Vicarious was an artificial intelligence company founded in 2010 (with operations extending into 2012 under Vicarious Systems) that developed brain-inspired machine learning software, particularly the Recursive Cortical Network (RCN), a vision system mimicking human visual perception for interpreting images and videos.[2][1][3] It pivoted to a robotics solutions integrator using AI for automating complex tasks like kitting, palletizing, packaging, and wall picking in high-mix operations, serving e-commerce and direct-to-consumer fulfillment sectors.[1][3] Backed by over $200M from investors including Jeff Bezos, Elon Musk, Mark Zuckerberg, and Samsung, Vicarious raised $118M total before being acquired by Intrinsic (an Alphabet robotics AI company) in April 2022, unlocking potential in industrial robotics.[1][3][2]
The company solved challenges in versatile automation too complex for traditional robotics, achieving early milestones like solving CAPTCHAs at 90% accuracy, published in peer-reviewed journals such as *Science*.[2][3] Post-acquisition, its technology integrates into Intrinsic's mission to enable AI-driven robotics for businesses, with demonstrated growth through high-profile backing and media recognition in outlets like *The New York Times* and *Wired*.[3]

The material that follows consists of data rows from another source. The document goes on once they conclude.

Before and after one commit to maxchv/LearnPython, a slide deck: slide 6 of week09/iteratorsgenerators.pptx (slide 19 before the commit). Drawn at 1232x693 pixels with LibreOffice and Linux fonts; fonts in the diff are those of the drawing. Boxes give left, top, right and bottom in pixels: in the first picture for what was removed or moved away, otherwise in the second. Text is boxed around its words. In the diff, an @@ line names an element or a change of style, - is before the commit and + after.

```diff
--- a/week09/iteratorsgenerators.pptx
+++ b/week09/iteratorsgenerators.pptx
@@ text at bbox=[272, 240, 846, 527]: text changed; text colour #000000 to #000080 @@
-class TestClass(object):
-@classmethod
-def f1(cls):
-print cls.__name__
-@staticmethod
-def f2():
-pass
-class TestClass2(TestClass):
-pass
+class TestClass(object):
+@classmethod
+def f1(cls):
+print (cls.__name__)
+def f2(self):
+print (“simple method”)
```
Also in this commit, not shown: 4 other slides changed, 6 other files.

Vicarious was co-founded in 2010 by D. Scott Phoenix and Dileep George in the San Francisco Bay Area.[2][3] Phoenix, previously an Entrepreneur in Residence at Founders Fund and CEO of Y Combinator-backed Frogmetrics (a touchscreen analytics firm), brought startup and investment expertise.[2] George, who served as Chief Technology Officer at Numenta (co-founded with Jeff Hawkins and Donna Dubinsky), completed his PhD at Stanford and specialized in neuroscience-inspired AI.[2]
The idea emerged from applying theorized computational principles of the human brain to create software that learns and thinks like humans, starting with the RCN vision system.[2] Early traction included reliably solving modern CAPTCHAs in 2013 (90%+ accuracy on trained styles), validated in a *Science* journal paper despite skepticism from CAPTCHA pioneer Luis von Ahn.[2] This built credibility, leading to a pivot toward practical robotics integration by 2022, culminating in acquisition by Intrinsic.[1][3]

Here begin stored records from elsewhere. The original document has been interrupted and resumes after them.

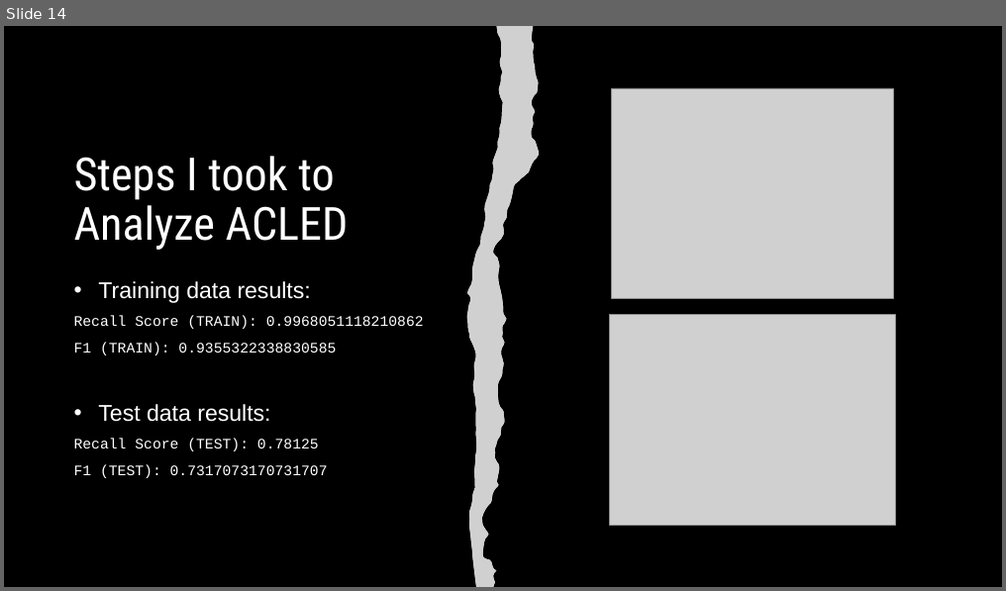
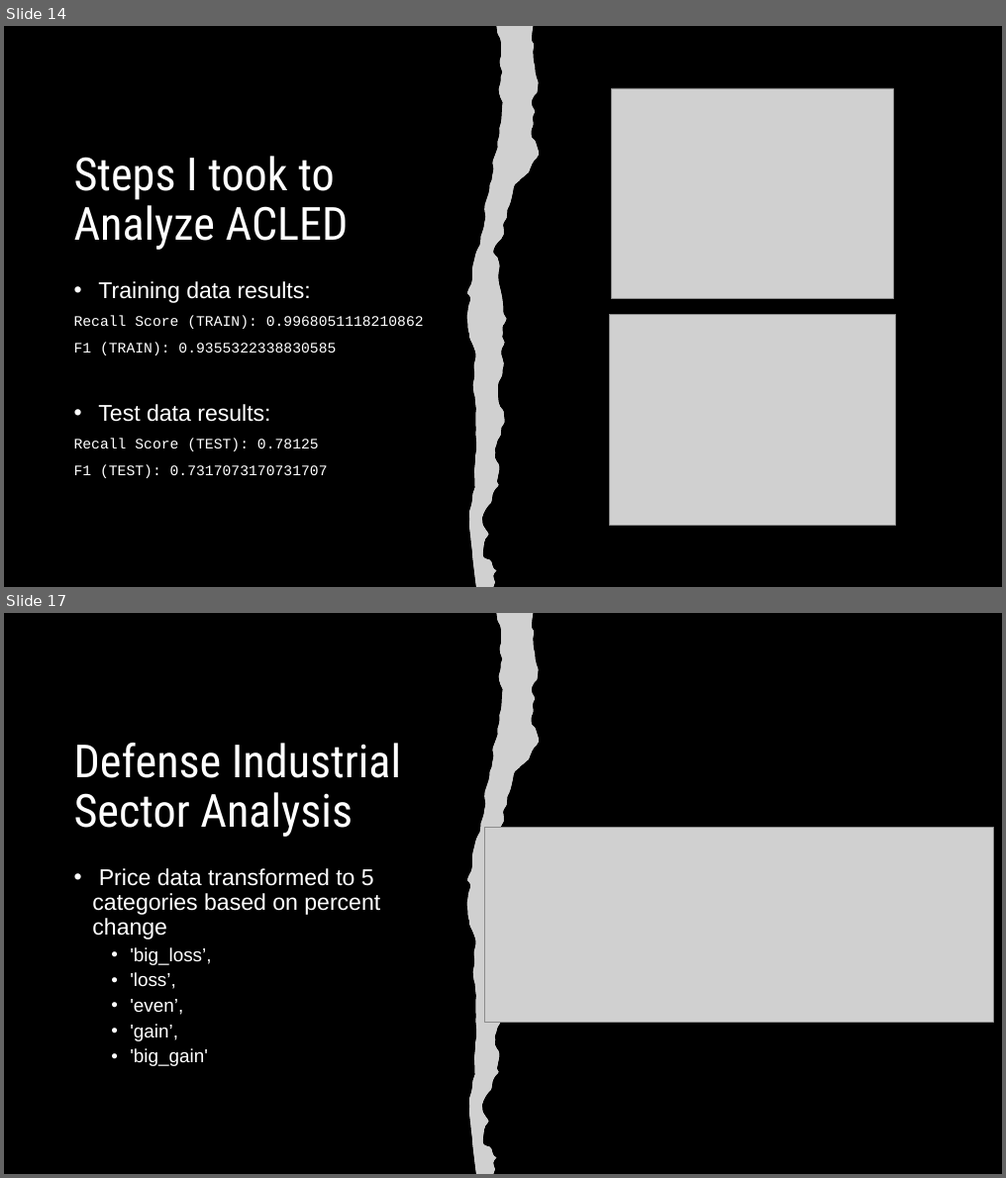
Before and after one commit to fs247/CSI777_Final_Project, a slide deck: CSI777_Final Presentation.pptx. Shown one above the other, each under a label of ours: slide 14 before the commit, slides 14 and 17 after it; the slides between them are not shown. The pictures are 1006x591 and 1006x1178 pixels, drawn with LibreOffice and Linux fonts; fonts in the diff are those of the drawing; grey boxes stand for pictures. Boxes give left, top, right and bottom in pixels: in the first picture for what was removed or moved away, otherwise in the second. Text is boxed around its words. In the diff, an @@ line names an element or a change of style, - is before the commit and + after.

Commit message:
Add files via upload
fatal_finance is the data you want

```diff
--- a/CSI777_Final Presentation.pptx
+++ b/CSI777_Final Presentation.pptx
@@ slide 17 added at [4, 613, 1002, 1174], background #000000 @@
@@ freeform shape added at [467, 613, 540, 1174], fill #FFFFFF @@
@@ picture added at [467, 613, 540, 1174] @@
@@ title added at [74, 743, 401, 837], 44 pt, text #FFFFFF @@
+Defense Industrial Sector Analysis
@@ picture added at [485, 827, 994, 1023] @@
@@ text added at [92, 868, 380, 1066], 22 pt, text #FFFFFF @@
+• Price data transformed to 5 categories based on percent change
+  • 'big_loss’,
+  • 'loss’,
+  • 'even’,
+  • 'gain’,
+  • 'big_gain'
```
Also in this commit, not shown: 5 other slides added, 4 other files.

(Note: Vicarious Surgical at vicarioussurgical.com is a distinct entity focused on medical robotics and not related to this AI/robotics firm.[4])
Vicarious rode the wave of neuroscience-inspired AI converging with robotics, addressing labor shortages in warehouses amid e-commerce booms post-2010s.[1][3] Its timing aligned with surging demand for flexible automation—traditional robots struggled with variable tasks, while Vicarious's brain-mimicking models enabled generalization, influencing shifts toward AI-native robotics seen in competitors like Covariant and Plus One Robotics.[1]
Market forces like Alphabet's push into applied AI (via Intrinsic) favored Vicarious, amplifying its impact on the ecosystem by open-sourcing concepts like CAPTCHA breakthroughs and contributing to platforms reducing robot training needs.[2][1] It helped pioneer "generalist" robotics, paving the way for scalable solutions in fulfillment and beyond, with its acquisition accelerating Alphabet's hardware-software stack for millions of developers.[3]
Vicarious's legacy as a brain-AI pioneer now fuels Intrinsic's expansion in industrial robotics, likely driving next-gen platforms for autonomous picking and handling amid AI hardware advances.[1][3] Trends like edge AI deployment and multimodal learning (vision + manipulation) will shape its trajectory, potentially evolving Intrinsic's offerings into ubiquitous tools for e-commerce and manufacturing.[1]
As robotics democratizes via Alphabet's resources, Vicarious's influence grows from niche innovator to ecosystem enabler—unlocking economic potential in automation, much like its original mission to make machines "think like humans."[2][3]